The demon blood was already here.

Everywhere here—soaked into the ground above, smeared across the surfaces of every section of the stronghold he had walked through, coating the rubble and the fractured earth and the walls of every passage he had descended through to reach this chamber.

The altar had not needed him to go find enemies.

He had already provided the proof.

It had only needed to be told who was claiming it.

His blood had done that.

And the blood of over a hundred demons, distributed across every level of the stronghold above him, had done the rest.

He stood in the corner of the chamber looking at the glowing altar and arrived at this understanding with a slight delay—the delay of someone whose mind had already been calculating how long the next phase of the process was going to take and was now revising that estimate dramatically downward.

The glow held steady.

Warm. Patient. Indifferent to his surprise.

One of seven.

Done.

Damien closed his cut palm, applied brief pressure, and looked at the fragment in his other hand.

Six more.

Two of the remaining six were locations he had already visited.

He thought about what he had left behind at those locations.

Then he began to move toward the passage that led back up through the stronghold.

There was work to do.

But less of it, it turned out, than he had thought.
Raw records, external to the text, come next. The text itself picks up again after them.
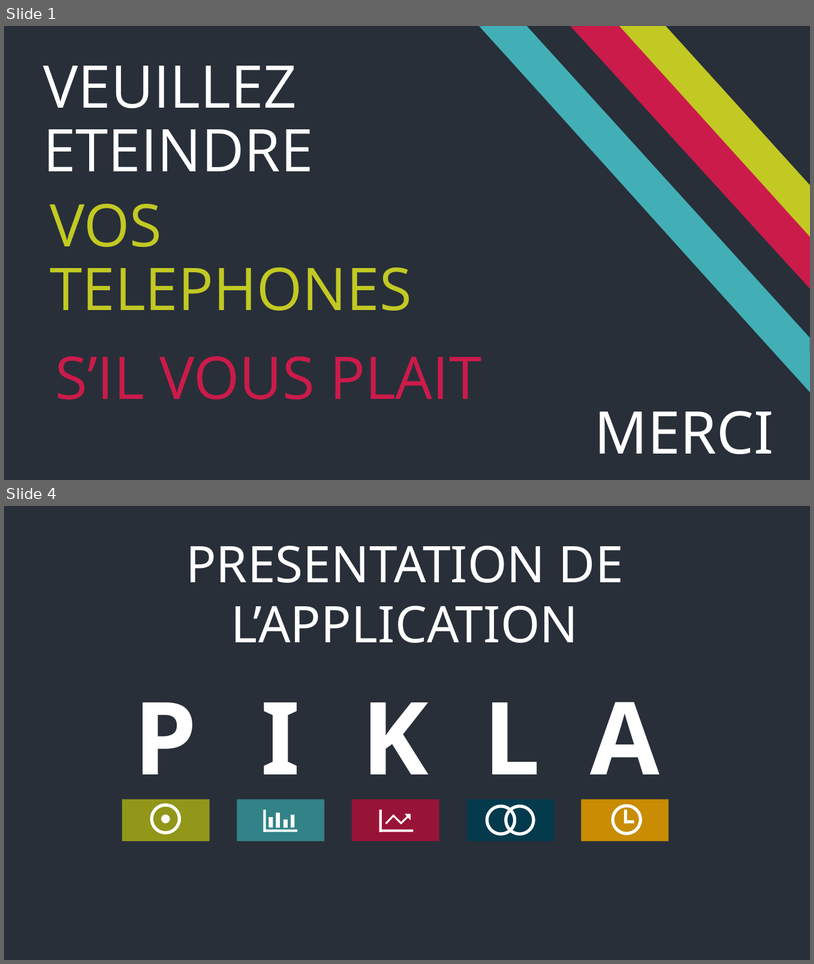
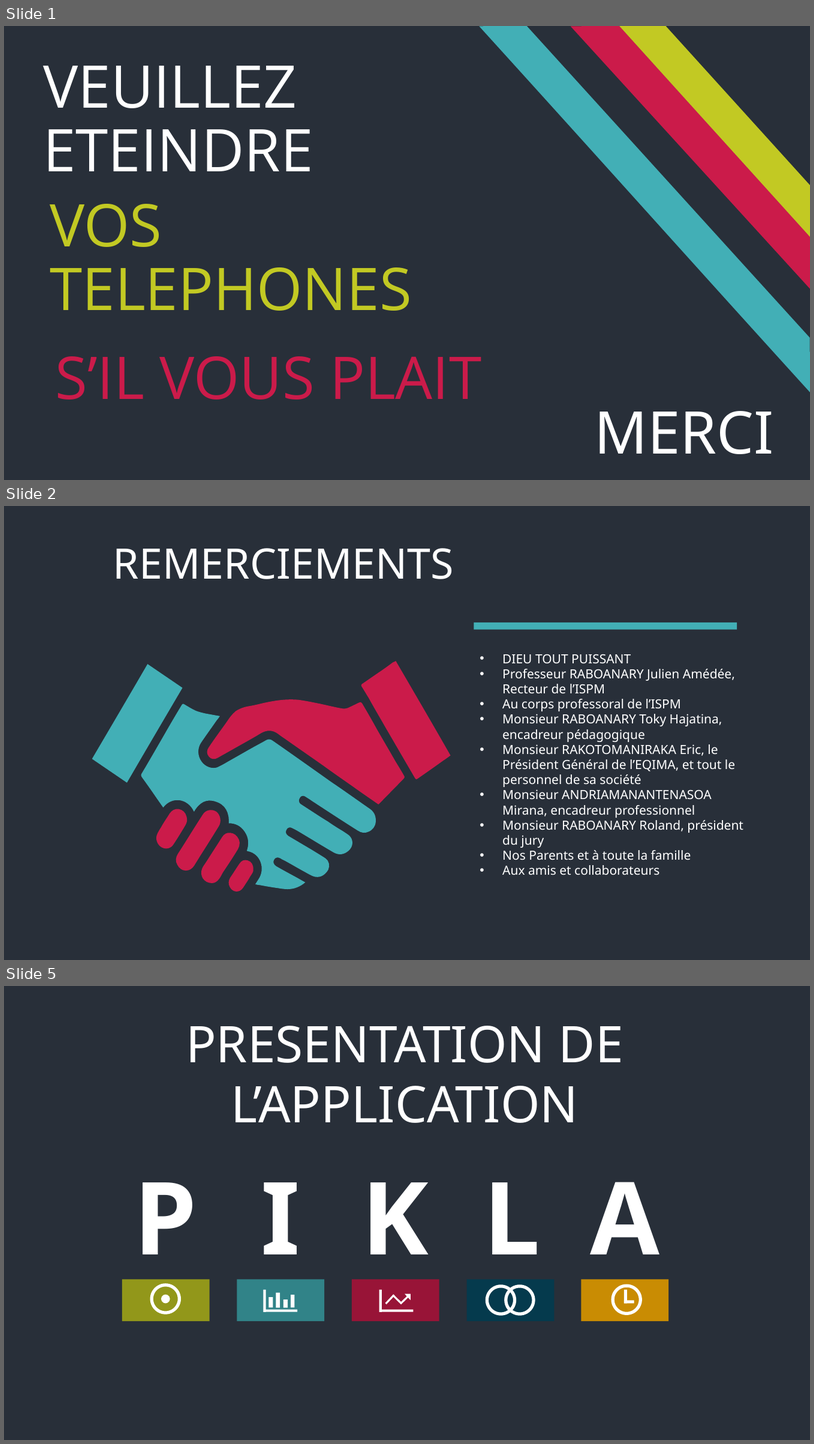
Before and after one commit to andry9995/pikla-driver, a slide deck: doc/présentation pikla.pptx. Shown one above the other, each under a label of ours: slides 1 and 4 before the commit, slides 1, 2 and 5 after it; the slides between them are not shown. The pictures are 814x964 and 814x1444 pixels, drawn with LibreOffice and Linux fonts; fonts in the diff are those of the drawing. Boxes give left, top, right and bottom in pixels: in the first picture for what was removed or moved away, otherwise in the second. Text is boxed around its words. In the diff, an @@ line names an element or a change of style, - is before the commit and + after.

```diff
--- a/doc/présentation pikla.pptx
+++ b/doc/présentation pikla.pptx
@@ slide 2 added at [4, 506, 810, 960], background #282F39 @@
@@ text added at [113, 548, 454, 579], 50 pt, text #FFFFFF @@
+REMERCIEMENTS
@@ rectangle added at [474, 622, 737, 630], fill #42AFB6 @@
@@ text added at [503, 654, 744, 874], 15 pt, text #FFFFFF @@
+• DIEU TOUT PUISSANT
+• Professeur RABOANARY Julien Amédée, Recteur de l’ISPM
+• Au corps professoral de l’ISPM
+• Monsieur RABOANARY Toky Hajatina, encadreur pédagogique
+• Monsieur RAKOTOMANIRAKA Eric, le Président Général de l’EQIMA, et tout le personnel de sa société
+• Monsieur ANDRIAMANANTENASOA Mirana, encadreur professionnel
+• Monsieur RABOANARY Roland, président du jury
+• Nos Parents et à toute la famille
+• Aux amis et collaborateurs
@@ group added at [92, 661, 450, 893]: 8 freeform shapes @@
@@ what was slide 4 is now slide 5 @@
```
Also in this commit, not shown: 4 slides changed, 8 other slides added, 1 slide removed, 1 other file.

Damien didn’t deliberate on what to do.

That was the thing about Damien—when a decision had already been made, the space between making it and acting on it was very small. The stronghold had served its purpose. He had taken everything from it that could be taken. What remained was structure and corruption and the residual presence of things that were no longer present.

He looked at Cerbe.

"Burn it all."

That was all.

No scope specified. No parameters. No instruction about what to preserve or avoid.

The three-headed hellhound didn’t need any of that.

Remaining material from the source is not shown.